The first is using the option use_potentials=False
when creating the S3DISDataset. For S3DIS, I have designed two dataloader strategies.
use_potentials=True
: this strategy uses values on every points that I call potentials, when I pick an input sphere in the dataset, I update the potential value by incrementing them. And the next sphere will be picked at the minimum of potentials.

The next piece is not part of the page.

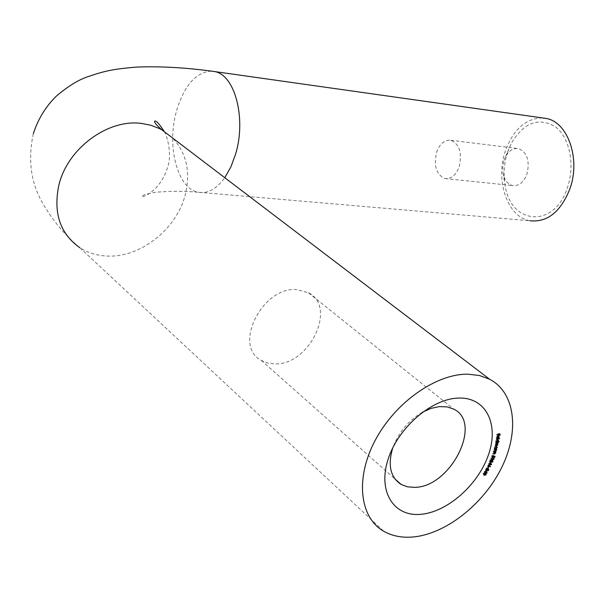 <?xml version="1.0" encoding="UTF-8"?>
<svg xmlns="http://www.w3.org/2000/svg" width="604" height="604" viewBox="0 0 604 604"><rect width="100%" height="100%" fill="white"/><g stroke="black" fill="none" stroke-linecap="round" stroke-linejoin="round"><path stroke-width="0.45" stroke-dasharray="3.02 2.27" d="M507.654 152.034L511.55 142.869C524.151 122.318 538.783 116.972 555.461 126.825C569.738 137.576 575.287 165.307 567.39 187.731C554.253 229.022 509.965 224.824 505.012 184.477C503.291 173.559 504.174 162.74 507.654 152.034M504.053 160.219L505.586 156.625C509.036 150.539 513.332 147.874 518.481 148.622C527.171 152.374 529.995 160.86 526.952 174.065C523.668 182.4 518.904 186.236 512.653 185.571C507.617 184.243 504.4 180.045 503.011 172.993L502.762 166.576L504.053 160.219M436.579 152.359C439.818 143.631 444.589 139.6 450.894 140.279C459.485 144.122 462.256 152.887 459.206 166.576C455.937 175.22 451.203 179.214 445.012 178.565C436.367 174.745 433.559 166.009 436.579 152.359M422.506 412.162C408.478 420.49 398.58 432.343 392.811 447.73M296.994 289.626C262.415 286.062 232.464 346.024 261.313 360.414L267.444 362.974L274.352 363.88C309.097 365.956 337.621 307.066 308.433 292.751L296.994 289.626M542.543 117.939C525.85 118.301 513.491 129.226 505.45 150.713C494.895 180.249 507.473 217.349 530.01 220.762L198.082 192.231C207.527 193.99 216.428 189.15 224.779 177.712M483.744 474.767L483.14 473.309L483.91 473.951M483.14 473.309L484.816 472.773L485.586 473.408M484.816 472.773L485.48 473.37M485.495 473.649L485.91 474.653M485.306 474.148L484.136 474.835M485.072 473.279L483.321 473.393L483.313 474.14L485.103 474.08L485.216 473.513M485.103 474.08L485.873 474.721M483.774 474.45L484.544 475.091M483.313 474.14L483.721 474.48M483.321 473.393L483.94 473.906M485.578 472.26L484.416 472.298L484.295 471.505L484.786 471.664L485.586 470.289L486.356 470.924M485.586 470.289L486.56 472.63M486.303 472.502L485.676 472.298M484.619 472.366L485.231 472.864M484.416 472.298L485.186 472.94M484.619 471.951L484.997 472.26M484.129 471.792L484.899 472.426M484.295 471.505L485.065 472.139M484.786 471.664L485.556 472.298M485.488 470.878L484.989 471.732L485.873 472.018L485.488 470.878L486.092 471.384M484.989 471.732L485.601 472.23M485.873 472.018L486.643 472.653M487.171 470.259L486.175 468.598L485.231 469.882L486.311 467.911L486.907 469.957L487.783 469.482L488.553 470.116M487.783 469.482L487.617 468.666L488.394 469.3M487.617 468.666L488.545 469.021M487.775 468.387L488.583 470.048M487.979 469.55L487.247 470.237M486.832 470.274L487.3 470.659M486.175 468.598L486.779 469.097M485.442 469.942L486.046 470.441M485.231 469.882L486.001 470.524M486.311 467.911L487.088 468.545M486.983 469.988L486.363 469.482M487.768 466.733L487.194 467.828L487.768 466.733L488.538 467.368M487.956 466.779L488.727 467.413M487.383 467.874L488.009 468.387M487.194 467.828L487.964 468.462M489.685 465.88L489.557 466.303L489.029 465.337L487.677 466.303L487.587 465.306L488.727 464.551L489.308 465.178M489.557 466.303L490.327 466.937M489.029 465.337L489.618 465.827M488.915 465.646L489.534 466.152M487.828 466.356L488.259 466.703M487.587 465.306L488.357 465.941M488.727 464.551L489.497 465.186M487.805 465.359L487.972 466.069L488.757 465.541L488.689 464.869L487.805 465.359L488.409 465.858M488.757 465.541L489.527 466.175M488.583 464.838L489.081 465.239M490.418 463.147L490.833 463.993L488.455 463.668L489.134 463.449L489.791 462.037L490.569 462.672M489.791 462.037L490.38 463.072M489.051 464.129L489.655 464.627M488.825 464.099L489.602 464.733M488.998 463.744L488.591 463.374M488.455 463.668L489.225 464.302M489.134 463.449L489.904 464.083M489.761 462.611L489.353 463.479L490.32 463.608L489.761 462.611L490.365 463.102M489.353 463.479L489.957 463.97M490.32 463.608L491.097 464.242M491.233 461.501L491.996 460.905L492.766 461.539M491.996 460.905L491.724 460.173L492.494 460.807M491.724 460.173L492.615 460.52M491.845 459.893L492.811 461.433M492.215 460.943L491.429 461.743M491.112 461.796L490.516 461.131L491.286 461.758M490.516 461.131L490.199 460.339L490.803 460.829M490.199 460.339L489.61 461.698L490.206 462.188M489.61 461.698L490.154 462.317M489.376 461.683L490.252 459.674L491.029 460.308M490.252 459.674L491.188 461.494M491.414 459.455L490.72 458.376L491.497 459.01M490.72 458.376L492.403 457.432L493.174 458.059M492.403 457.432L493.347 458.074M493.34 458.217L493.846 458.964M493.264 458.489L491.618 459.463M493.06 458.059L492.283 457.711L490.939 458.398L491.679 459.183L493.075 458.345M493.03 458.489L493.8 459.115M492.283 457.711L492.728 458.074M491.679 459.183L492.456 459.818M491.747 459.569L491.12 459.055M490.939 458.398L491.55 458.897M492.32 457.039L491.822 457.001L491.641 456.028L492.637 455.122L491.86 456.05L492.011 456.707L493.166 455.424L495.061 456.322M494.283 455.695L493.8 456.986L494.397 457.47M493.8 456.986L494.344 457.613M493.566 456.986L494.2 456.118M493.966 455.922L493.347 455.778L493.929 456.254M493.347 455.778L493.861 456.616M493.264 456.126L492.388 457.024M491.641 456.028L492.419 456.662M492.637 455.122L493.415 455.748M492.524 455.424L493.068 455.869M491.86 456.05L492.464 456.533M492.585 457.047L493.015 457.387M493.06 456.058L493.838 456.692M493.166 455.424L493.944 456.05M494.835 452.23L493.559 453.461L492.6 453.521L494.578 452.547L494.404 451.883L493.234 451.603L494.012 452.23M493.234 451.603L495.091 451.482L495.869 452.109M495.091 451.482L495.461 452.132M495.001 451.762L495.129 452.154M494.668 451.784L494.835 452.177M494.774 452.585L495.378 453.068M492.6 453.521L493.377 454.155M492.69 453.242L493.468 453.868M494.019 453.121L494.797 453.747M494.578 452.547L495.348 453.174M494.314 451.845L494.729 452.185M493.136 451.89L493.913 452.517M495.65 449.648L494.397 450.878L493.423 450.992L495.401 449.927L495.22 449.3L493.989 449.074L494.767 449.701M493.989 449.074L495.884 448.855L496.662 449.482M495.884 448.855L496.277 449.527M495.801 449.142L495.937 449.565M495.461 449.18L495.65 449.595M495.605 449.957L496.201 450.441M494.397 450.878L494.88 451.271M493.423 450.992L494.2 451.618M493.506 450.712L494.283 451.339M494.857 450.524L495.635 451.15M495.401 449.927L496.178 450.554M495.106 449.255L495.544 449.61M493.906 449.353L494.684 449.98M496.465 446.703L495.801 447.881L496.933 448.447M496.156 447.821L496.586 448.5M496.08 448.1L495.189 448.244M495.159 448.244L494.17 448.402L494.948 449.029M494.17 448.402L495.023 448.749M494.246 448.123L495.348 448.704M494.57 448.077L494.419 447.254L495.197 447.881M494.419 447.254L495.718 445.979L496.496 446.605L494.94 445.337L496.79 444.453L497.568 445.072M496.428 446.945L496.994 447.405M495.801 447.881L496.45 448.402M496.216 446.688L495.635 446.265L494.638 447.247L495.174 447.994L496.216 446.726M495.182 447.994L495.959 448.621M496.186 447.005L496.964 447.632M494.638 447.247L495.242 447.738M495.635 446.265L496.178 446.703M497.122 442.845L495.567 442.385L496.345 443.011M495.567 442.385L497.5 441.969L498.277 442.589M497.5 441.969L497.96 442.664M497.439 442.241L497.628 442.732M497.107 442.317L497.553 442.747M497.311 442.558L497.9 443.427M497.334 442.974L496.722 443.759L497.281 444.204M496.722 443.759L497.583 444.906M497.024 444.453L495.937 445.39L496.45 445.797M495.937 445.39L494.88 445.616L495.658 446.243M496.805 444.317L495.197 444.136L495.975 444.763M495.197 444.136L496.027 444.484M495.25 443.857L497.1 442.974L497.885 443.6M495.506 442.664L496.284 443.291M497.892 439.961L497.326 441.056L498.443 440.754L499.221 441.373M498.443 440.754L498.934 441.456M498.398 441.026L496.616 441.509M496.579 441.516L495.68 441.758L496.458 442.385M495.68 441.758L496.503 442.113M495.725 441.486L496.843 442.022M496.065 441.396L495.816 440.641L496.639 441.086M495.816 440.641L497.039 439.267L497.817 439.886L496.979 439.546L496.043 440.61M497.039 439.267L497.892 439.871M497.877 440.089L498.413 440.52M497.326 441.056L497.975 441.577M497.469 441.864L496.692 441.245L497.643 440.074M497.628 440.18L498.413 440.799M496.979 439.546L497.545 439.991M496.163 438.768L498.912 437.945L496.163 438.768L496.941 439.395M498.912 437.945L499.689 438.564M498.874 438.217L499.417 438.647M496.126 439.048L496.903 439.667M498.398 436.458L497.198 437.991L497.417 436.088L496.533 437.153L497.122 437.621M496.533 437.153L497.069 437.923M496.918 437.802L497.115 438.338M496.775 438.066L496.292 437.251L497.077 437.87M496.292 437.251L497.462 435.801L498.24 436.42M497.462 435.801L498.889 436.45M498.111 435.824L498.398 436.382M498.391 436.541L498.904 436.956M497.907 437.538L498.526 438.028M497.198 437.991L497.975 438.617M497.417 436.088L497.983 436.541M497.636 436.043L497.454 437.621L498.141 436.624L497.636 436.043L498.157 436.458M497.454 437.621L498.036 438.089M498.141 436.624L498.927 437.251M496.616 434.367L499.327 433.37L499.206 434.797L499.032 433.755L498.187 434.065L497.832 435.303L497.923 434.163L496.616 434.367L497.402 434.986M499.327 433.37L500.104 433.997M499.206 434.797L499.75 435.227M498.942 434.895L499.727 435.514M499.032 433.755L499.584 434.185M498.187 434.065L498.738 434.495M498.096 435.205L498.64 435.635M497.832 435.303L498.61 435.922M497.923 434.163L498.466 434.593M496.594 434.646L497.379 435.273M33.326 133.733C27.739 159.713 30.842 182.853 42.642 203.148C52.495 220.286 64.9 235.152 79.849 247.738C87.625 252.683 96.368 255.432 106.062 255.99C139.426 258.369 175.998 229.965 185.013 195.643C190.894 172.691 186.795 153.499 172.699 138.074M211.408 71.121C195.93 72.148 184.318 85.36 176.579 110.758C166.387 145.602 177.289 188.667 198.082 192.231C174.375 190.049 152.367 192.412 152.049 192.925C146.629 193.907 143.254 194.971 141.925 196.111C138.671 199.003 160.075 193.242 167.791 166.734C172.11 154.352 167.3 135.757 164.031 131.136M486.605 469.263L487.028 469.618M493.559 453.461L494.019 453.831M493.581 453.181L494.359 453.808M493.823 451.845L494.283 452.215M494.412 450.607L495.189 451.233M494.601 449.278L495.084 449.663M495.997 445.103L496.775 445.729M495.952 443.97L496.473 444.385M496.329 442.483L496.843 442.906M505.586 156.625L511.55 142.869M450.894 140.279L518.481 148.622M261.313 360.414L394.918 478.912M79.849 247.738L383.721 531.241M308.433 292.751L453.672 409.112M445.012 178.565L512.653 185.571M503.011 172.993L505.012 184.477M485.82 473.513L485.057 472.879M483.849 474.993L483.404 474.623M484.37 475.008L483.6 474.366M488.402 469.278L487.685 468.696M488.651 469.066L487.881 468.432M487.368 470.758L486.726 470.229M488.326 466.839L487.677 466.303M489.648 465.239L488.878 464.604M489.119 465.223L488.689 464.869M492.517 460.746L491.882 460.225M492.841 460.588L492.064 459.954M491.55 462.256L490.909 461.735M493.823 458.194L493.045 457.568M491.543 459.803L490.954 459.334M492.441 457.507L491.822 457.001M495.597 449.603L495.22 449.3M496.933 446.658L496.156 446.031M496.375 446.628L495.982 446.311M497.545 444.401L496.767 443.781M497.326 442.8L496.933 442.483M498.353 439.916L497.575 439.297M497.213 438.496L496.586 437.998"/><path stroke-width="0.91" d="M459.629 398.051C432.925 397.87 398.632 426.696 388.266 458.753C377.5 490.826 393.189 516.503 419.999 514.374C446.666 512.713 477.968 485.239 488.394 455.016C499.198 424.793 486.492 397.757 459.629 398.051M392.811 447.73C387.564 465.14 390.358 477.386 401.192 484.476L407.443 486.824L414.593 487.353C450.592 487.345 483.208 422.74 453.672 409.112L447.322 406.9L439.289 406.59L430.999 408.387L422.506 412.162M412.275 537.054C445.307 534.48 483.434 504.438 501.494 467.889C519.712 431.392 515.416 392.608 489.587 379.214L479.349 375.477L467.76 374.178C436.058 373.748 395.152 402.445 375.197 440.354C355.031 478.209 359.569 517.583 383.721 531.241C391.951 535.922 401.464 537.854 412.275 537.054M530.01 220.762C547.269 222.544 560.527 212.012 569.783 189.165C580.852 159.441 568.039 122.114 546.265 118.46L542.543 117.939M496.903 439.667L499.689 438.564L496.903 439.667M498.104 441.675L499.176 441.645L496.458 442.385L496.594 441.267L497.817 439.886L498.655 440.716L497.975 441.577M494.684 449.98L496.662 449.482L496.382 450.584L495.174 451.505L494.283 451.339L495.635 451.15L495.997 449.927L494.684 449.98M493.913 452.517L495.869 452.109L495.552 453.211L494.336 454.087L493.468 453.868L494.797 453.747L495.182 452.509L493.913 452.517M493.944 456.05L495.061 456.322L494.578 457.613L494.736 456.556L494.125 456.405L492.6 457.628L492.419 456.662L493.415 455.748L492.637 456.677L493.015 457.387L493.944 456.05M492.351 460.097L491.731 459.961L491.497 459.01L493.823 458.194L494.034 459.115L492.351 460.097L491.414 459.455M489.497 465.186L490.569 466.718L489.799 465.971L488.447 466.937L488.357 465.941L489.497 465.186M484.385 475.356L483.91 473.951L485.82 473.513L486.077 474.789L484.385 475.356L483.766 474.85M485.556 472.298L486.356 470.924L487.073 473.136L485.186 472.94L484.899 472.426L485.556 472.298M487.76 470.622L488.553 470.116L488.545 469.021L488.749 470.184L487.609 470.909L486.945 469.233L486.001 470.524L487.088 468.545L487.76 470.622M487.964 468.462L488.727 467.413L487.964 468.462M489.904 464.083L490.569 462.672L491.633 464.567L489.602 464.733L489.225 464.302L489.904 464.083M492.003 462.136L492.766 461.539L492.615 460.52L492.985 461.577L491.882 462.422L490.976 460.973L490.154 462.317L491.029 460.308L492.003 462.136M496.579 448.508L494.948 449.029L495.197 447.881L496.933 446.658L497.205 447.572L496.45 448.402M496.284 443.291L498.277 442.589L497.507 444.385L497.802 445.08L495.658 446.243L497.568 445.072L497.402 444.574L496.027 444.484L497.885 443.6L497.711 443.102L496.284 443.291M498.194 436.707L497.311 437.772L497.364 438.617L497.077 437.87L498.24 436.42L498.889 436.45L499.168 437.16L497.975 438.617L497.983 436.541M497.379 435.273L500.104 433.997L499.991 435.416L499.818 434.374L498.972 434.684L498.881 435.824L498.708 434.782L497.379 435.273M484.136 474.835L483.744 474.767M485.873 474.721L485.412 473.679L484.091 474.027L484.544 475.091L485.873 474.721M486.56 472.63L487.103 473.075M486.386 472.57L487.073 473.136M485.035 472.192L485.593 472.653M484.997 472.26L485.389 472.592M486.258 471.52L485.759 472.366L486.643 472.653L486.092 471.384M487.134 470.108L487.534 470.441M489.912 466.182L490.569 466.718M488.742 466.703L489.527 466.175L489.459 465.503L488.576 465.994L488.742 466.703M490.976 464.023L491.633 464.567M491.06 464.174L491.603 464.627M489.534 464.031L489.987 464.408M489.353 464.038L489.769 464.378M490.531 463.245L490.131 464.114L491.097 464.242L490.365 463.102M491.414 462.037L491.882 462.422M491.188 461.494L491.648 461.849M493.8 459.115L493.053 458.345L491.709 459.025L492.456 459.818L493.8 459.115M494.2 456.118L494.736 456.556M492.328 457.236L492.887 457.696M495.959 448.621L496.964 447.632L496.76 446.937L495.416 447.874L495.959 448.621M497.553 442.747L498.096 443.177M497.469 441.864L498.413 440.799L498.187 440.195L496.82 441.23L497.469 441.864M497.115 438.338L497.56 438.685M498.413 436.662L498.232 438.24L498.927 437.251L498.157 436.458M172.699 138.074L161.925 129.883L159.29 128.501L150.849 125.27L141.729 123.458C108.146 118.633 67.505 148.35 58.898 185.058C53.069 212.804 60.053 233.695 79.849 247.738M224.779 177.712L230.887 166.93L235.598 154.103C246.432 118.724 235.016 75.092 214.85 71.604L211.408 71.121M484.936 473.279L485.412 473.679M489.421 465.171L489.987 465.639M491.044 461.139L491.513 461.524M394.918 478.912L401.192 484.476M164.031 131.136C158.905 123.352 155.764 120.06 154.616 121.245C154.171 122.401 156.61 125.285 161.925 129.883L489.587 379.214M33.326 133.733C38.044 119.101 45.678 106.598 56.217 96.24C67.867 86.327 78.475 79.796 88.041 76.625C104.628 71.076 111.883 69.12 137.251 67.059C160.943 66.161 186.81 67.678 214.85 71.604L546.265 118.46M485.654 473.785L485.042 473.279M487.587 470.516L487.149 470.154M491.754 462.007L491.211 461.569M493.634 458.459L493.143 458.059M495.182 452.509L494.774 452.177M495.997 449.927L495.597 449.603M496.76 446.937L496.375 446.628M497.402 444.574L497.016 444.272M497.711 443.102L497.326 442.8M498.187 440.195L497.802 439.893"/></g></svg>

This strategy ensure a geometric consistency in the sphere picking. We pick every part of the point cloud the same amount of time, compared to a random picking, where in practice, some part of the point cloud could actually never be picked, especially if they have low density.use_potentials=False
: This strategy is similar to thebalanced_class=True
in SemanticKitti.py. It is a random picking of the input sphere, but balanced by class. If the epoch need N sphere, we choose N/C sphere centered on a point of each class (where C is the number of classes). This strategy ensures that the network sees the minority class more often.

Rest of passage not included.